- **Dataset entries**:

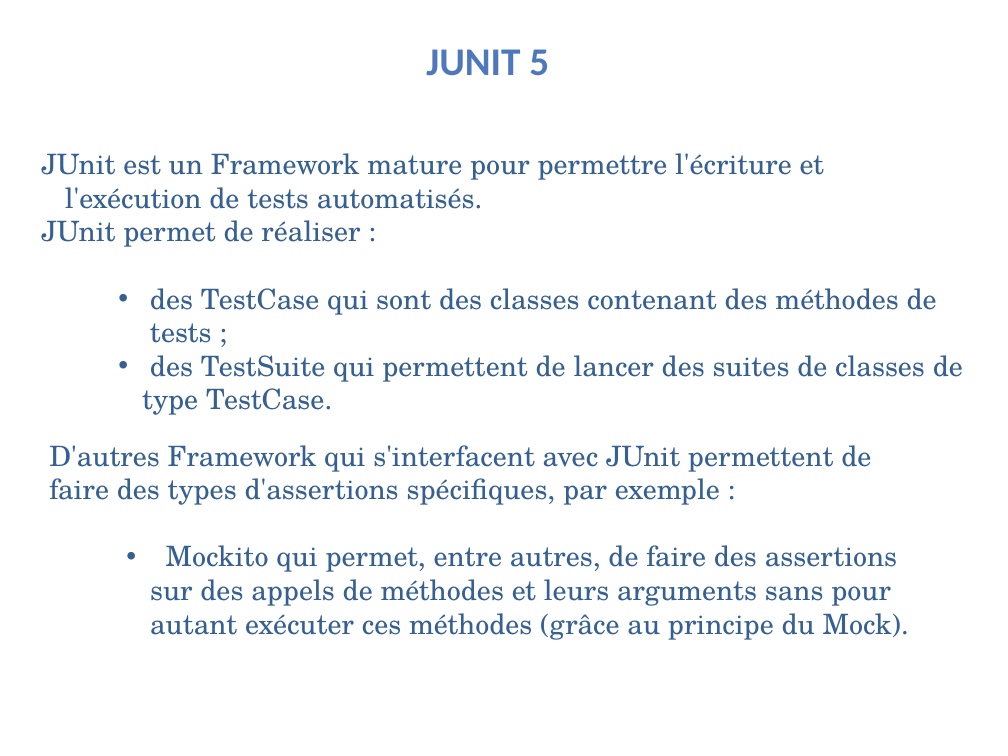
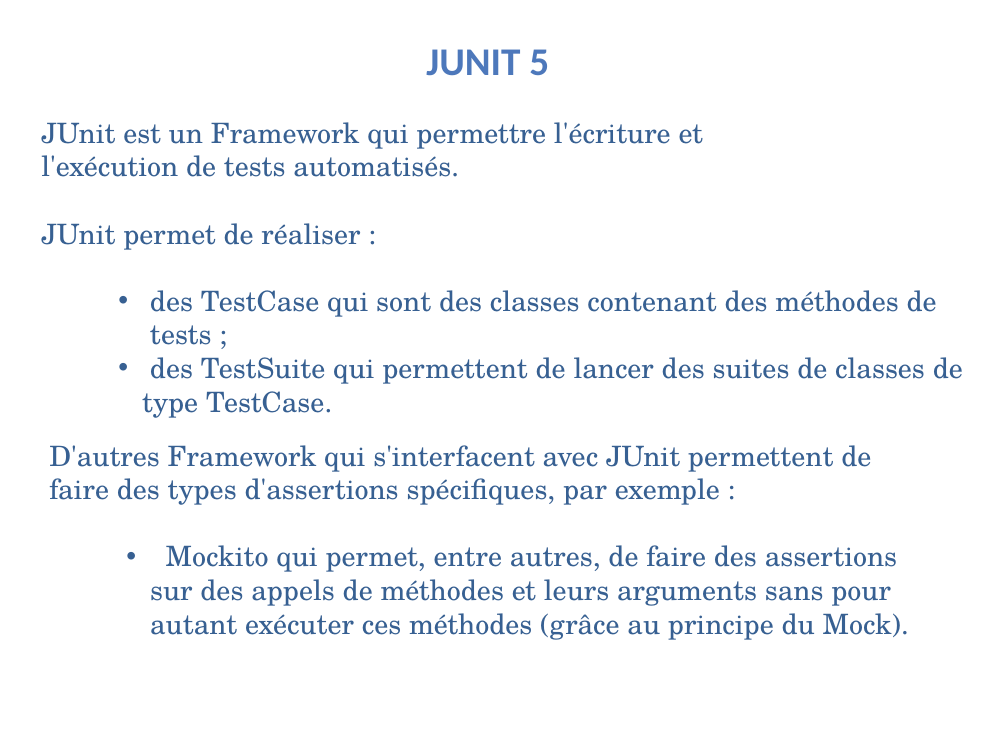
Before and after one commit to KalouiSanaa/projet5-openclassroom, a slide deck: slide 6 of p5_kaloui-sanaa-presentation.pptx. Drawn at 1008x756 pixels with LibreOffice and Linux fonts; fonts in the diff are those of the drawing; background and template pictures are left out. Boxes give left, top, right and bottom in pixels: in the first picture for what was removed or moved away, otherwise in the second. Text is boxed around its words. In the diff, an @@ line names an element or a change of style, - is before the commit and + after.

```diff
--- a/p5_kaloui-sanaa-presentation.pptx
+++ b/p5_kaloui-sanaa-presentation.pptx
@@ text "JUnit est un Framework qui ...": place and size @@
-text "JUnit est un Framework qui ..." at (41, 153, 963, 415)
+text "JUnit est un Framework qui ..." at (41, 122, 963, 418)
@@ text at (41, 122, 703, 177): text changed @@
-JUnit est un Framework mature pour permettre l'écriture et l'exécution de tests automatisés.
+JUnit est un Framework qui permettre l'écriture et l'exécution de tests automatisés.
```
Also in this commit, not shown: 3 other slides changed, 1 slide removed, 3 other files.

- **PROBLEM DESCRIPTION**: Write out the data exactly, but not its pictures.

- **EXERCISE ANSWER**:
Before and after one commit to KalouiSanaa/projet5-openclassroom, a slide deck: slide 6 of p5_kaloui-sanaa-presentation.pptx. Drawn at 1008x756 pixels with LibreOffice and Linux fonts; fonts in the diff are those of the drawing; background and template pictures are left out. Boxes give left, top, right and bottom in pixels: in the first picture for what was removed or moved away, otherwise in the second. Text is boxed around its words. In the diff, an @@ line names an element or a change of style, - is before the commit and + after.

```diff
--- a/p5_kaloui-sanaa-presentation.pptx
+++ b/p5_kaloui-sanaa-presentation.pptx
@@ text "JUnit est un Framework qui ...": place and size @@
-text "JUnit est un Framework qui ..." at (41, 153, 963, 415)
+text "JUnit est un Framework qui ..." at (41, 122, 963, 418)
@@ text at (41, 122, 703, 177): text changed @@
-JUnit est un Framework mature pour permettre l'écriture et l'exécution de tests automatisés.
+JUnit est un Framework qui permettre l'écriture et l'exécution de tests automatisés.
```
Also in this commit, not shown: 3 other slides changed, 1 slide removed, 3 other files.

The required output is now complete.